Market interest rates are driven by benchmark rates such as the Federal funds rate. The Fed funds rate, or the rate at which banks lend money to one another, is determined by the rate at which the Federal Reserve pays banks interest. At a certain point, it becomes more advantageous for a bank to use the reduction of fees and charges as a marketing tool to lure new deposits, rather than as a way to increase profits.

The results of Table 4 show that all the reported equations satisfy the requirements of a good GMM model (for details see Appendix 1). It can be seen from Table 2 that, for each country, we have a panel dataset and the entire dataset is made up of a panel of panels of 1122 banks with data spread over twenty-five years from 1996 to 2020. It must be mentioned that we do face the problem of missing data for some of the variables that we employ in our models.

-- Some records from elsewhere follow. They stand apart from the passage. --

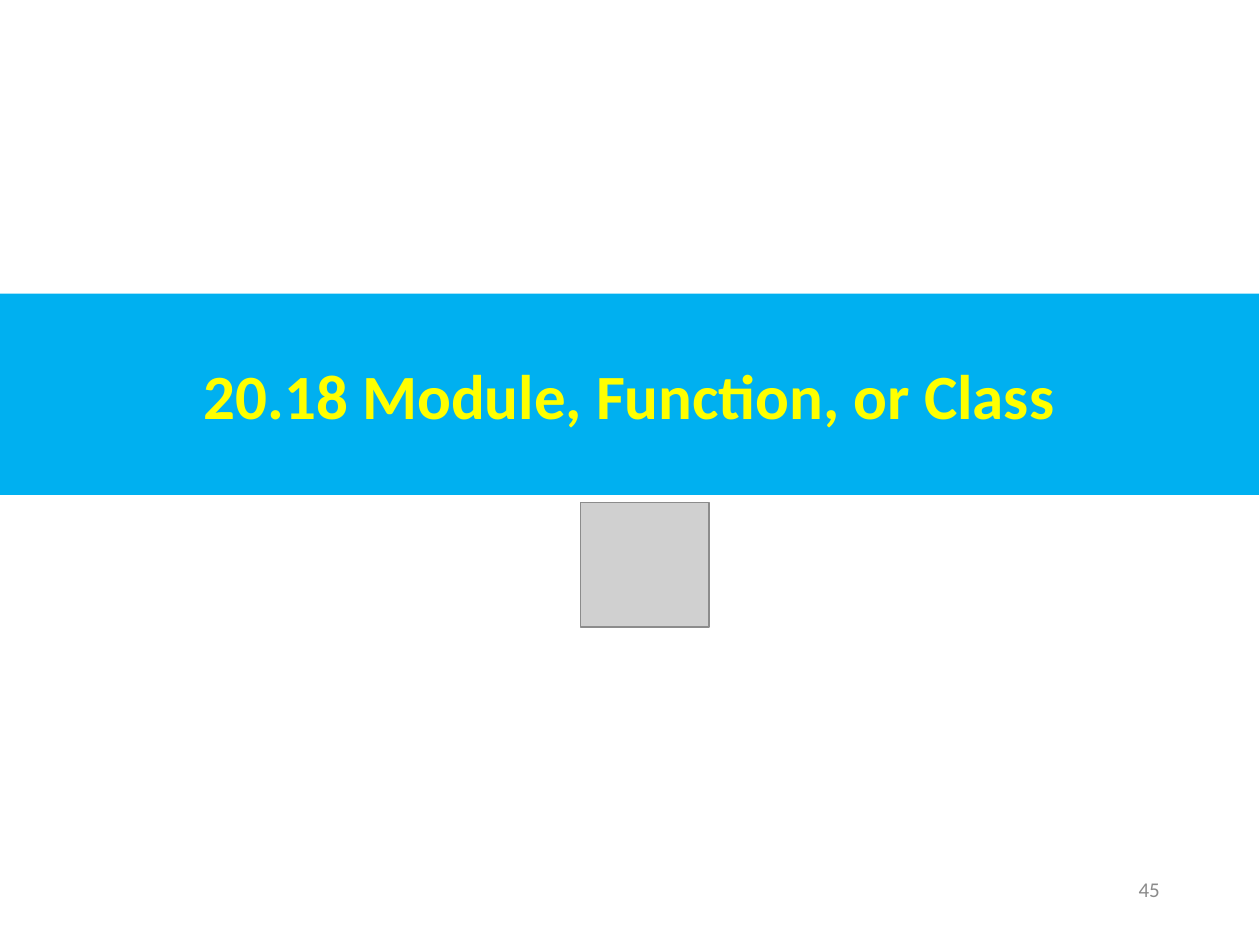
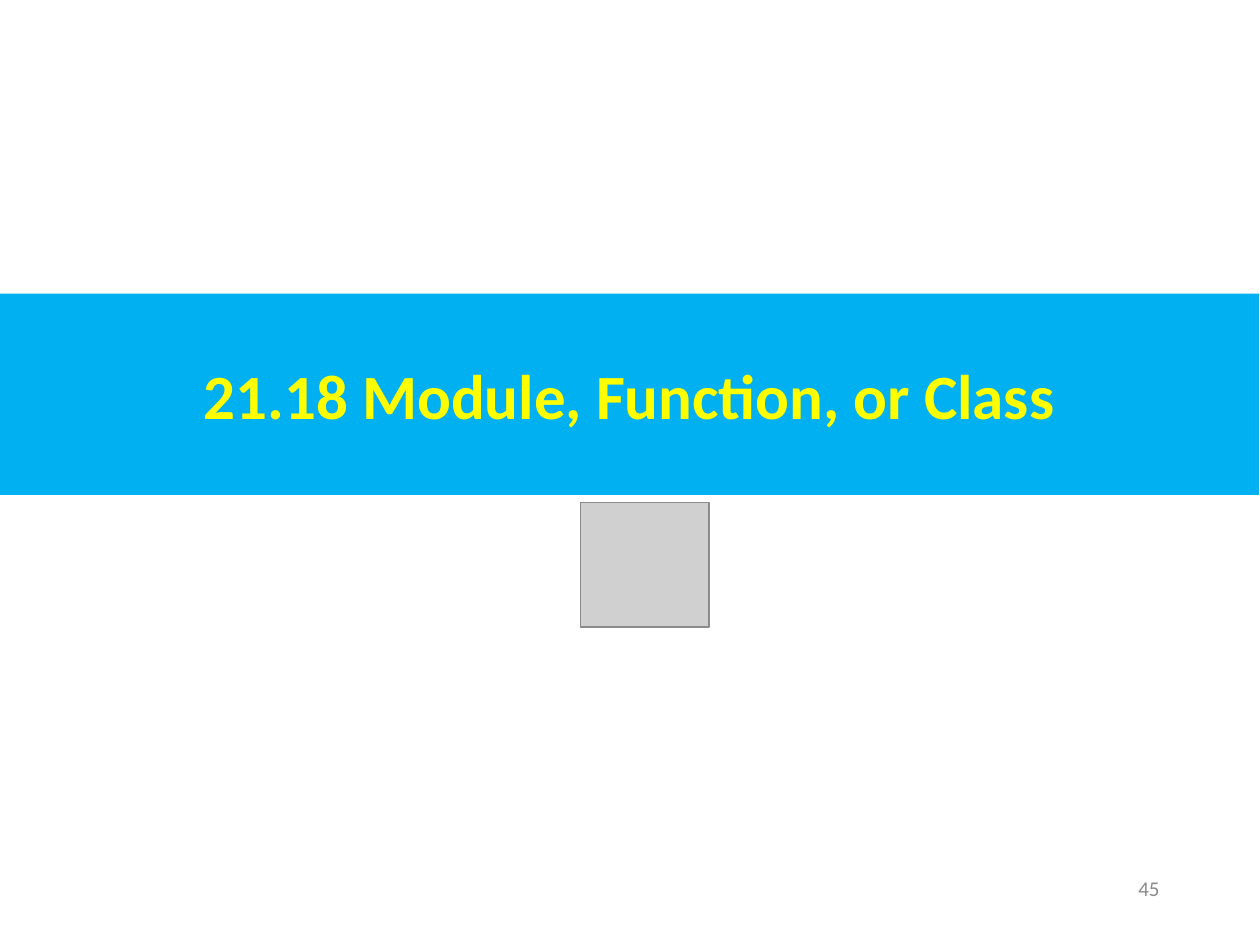
Before and after one commit to peterhchen/AIU_CS800_Chisel, a slide deck: slide 45 of 500_UCSC_HWD/021_FIRRTL/000_Video/021.FIRRTL.ppt. Drawn at 1260x945 pixels with LibreOffice and Linux fonts; fonts in the diff are those of the drawing; grey boxes stand for pictures. Boxes give left, top, right and bottom in pixels: in the first picture for what was removed or moved away, otherwise in the second. Text is boxed around its words. In the diff, an @@ line names an element or a change of style, - is before the commit and + after.

```diff
--- a/500_UCSC_HWD/021_FIRRTL/000_Video/021.FIRRTL.ppt
+++ b/500_UCSC_HWD/021_FIRRTL/000_Video/021.FIRRTL.ppt
@@ text in rectangle at bbox=[204, 374, 1054, 427]: text changed @@
-20.18 Module, Function, or Class
+21.18 Module, Function, or Class
```
Also in this commit, not shown: 49 other slides changed.

Commercial banks’ main targets are to hold customer deposits for longer periods and give out loans to potential borrowers, which requires very low employee compensation and involvement. The bank has to pay interest on its customer deposits because money has got time value attached to it. Therefore, the interest rate paid to customers is usually lower than what they charge on loans given.

Fee
income has accounted for most of the growth in noninterest income
since it was first measured in 1991. Almost 50 percent of the increase
in noninterest income nationally is due to heightened levels of
fee income. From a macroeconomics policy point of view, monetary policy (as captured by MONEY) plays a far more important role as far as bank stability is concerned. An increase in money supply seems to have a positive impact on bank stability when we consider all countries together. As stated earlier, the traditional transmission channel of monetary policy, which was the norm pre-GFC, depended on the central banks control over reserve requirements and the money multiplier (Albertazzi et al., 2021).

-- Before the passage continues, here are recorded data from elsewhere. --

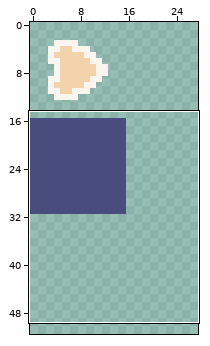
File history of a pixel-art file, src/art/atlas.aseprite. Above, an overview of the earlier version with the close-up marked.
Close-up. First the earlier version:
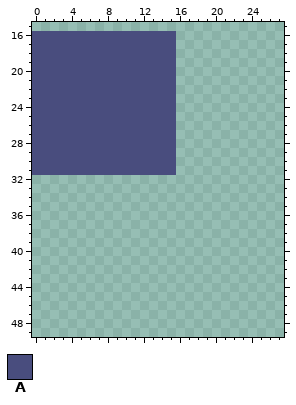
128x128 pixels, 1 frame. Shown: x 0..27, y 15..49. The wide view leaves out empty margins.
Palette (. is transparent): A #494d7e
Pixels before, first column x 0:
16 AAAAAAAAAAAAAAAA
17 AAAAAAAAAAAAAAAA
18 AAAAAAAAAAAAAAAA
19 AAAAAAAAAAAAAAAA
20 AAAAAAAAAAAAAAAA
21 AAAAAAAAAAAAAAAA
22 AAAAAAAAAAAAAAAA
23 AAAAAAAAAAAAAAAA
24 AAAAAAAAAAAAAAAA
25 AAAAAAAAAAAAAAAA
26 AAAAAAAAAAAAAAAA
27 AAAAAAAAAAAAAAAA
28 AAAAAAAAAAAAAAAA
29 AAAAAAAAAAAAAAAA
30 AAAAAAAAAAAAAAAA
31 AAAAAAAAAAAAAAAA
Once edited:
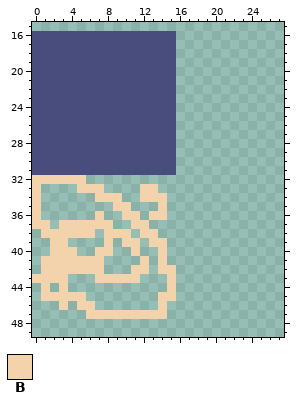
Colours new in this view: B #f2d3ab
The edit:
Changed rows in their new state; - is an unchanged pixel.
first column x 0:
32 BBBBBB----------
33 B----BBB----BB--
34 B------BBB--BBB-
35 B--------BB---B-
36 B------B--BB-BB-
37 BB-BBBBBB--BB---
38 -BBBBBB-BBB-BB--
39 --BB----B-BB-BB-
40 --BBB--BB--B--B-
41 -BBBBBBB----B-B-
42 -BBBBBBB---BB-BB
43 BBBB---BBBBB---B
44 -B-B-----------B
45 -BBBBB--------BB
46 ---B-BB-------B-
47 ------BBBBBBBBB-
Boxes around the changes in both close-ups, in picture pixels (x1, y1, x2, y2):
added: (32, 175, 176, 319)

Diversified banks with a balanced approach to earning income become less reliant on interest rate fluctuations. How these trends of apparent interest replacement will play out if interest rates increase from historically low levels remains to be seen. Upgrading to a paid membership gives you access to our extensive collection of plug-and-play Templates designed to power your performance—as well as CFI’s full course catalog and accredited Certification Programs. Get instant access to lessons taught by experienced private equity pros and bulge bracket investment bankers including financial statement modeling, DCF, M&A, LBO, Comps and Excel Modeling. Where i relates to the cross-section unit and t relates to time; x is a vector of financial variables and macroeconomic variables used as controls; eit, the disturbance is made up fixed effects, µi and shocks, uit. Regulations will attempt to reduce certain fees, for example, exchange fees for debit cards or account fees.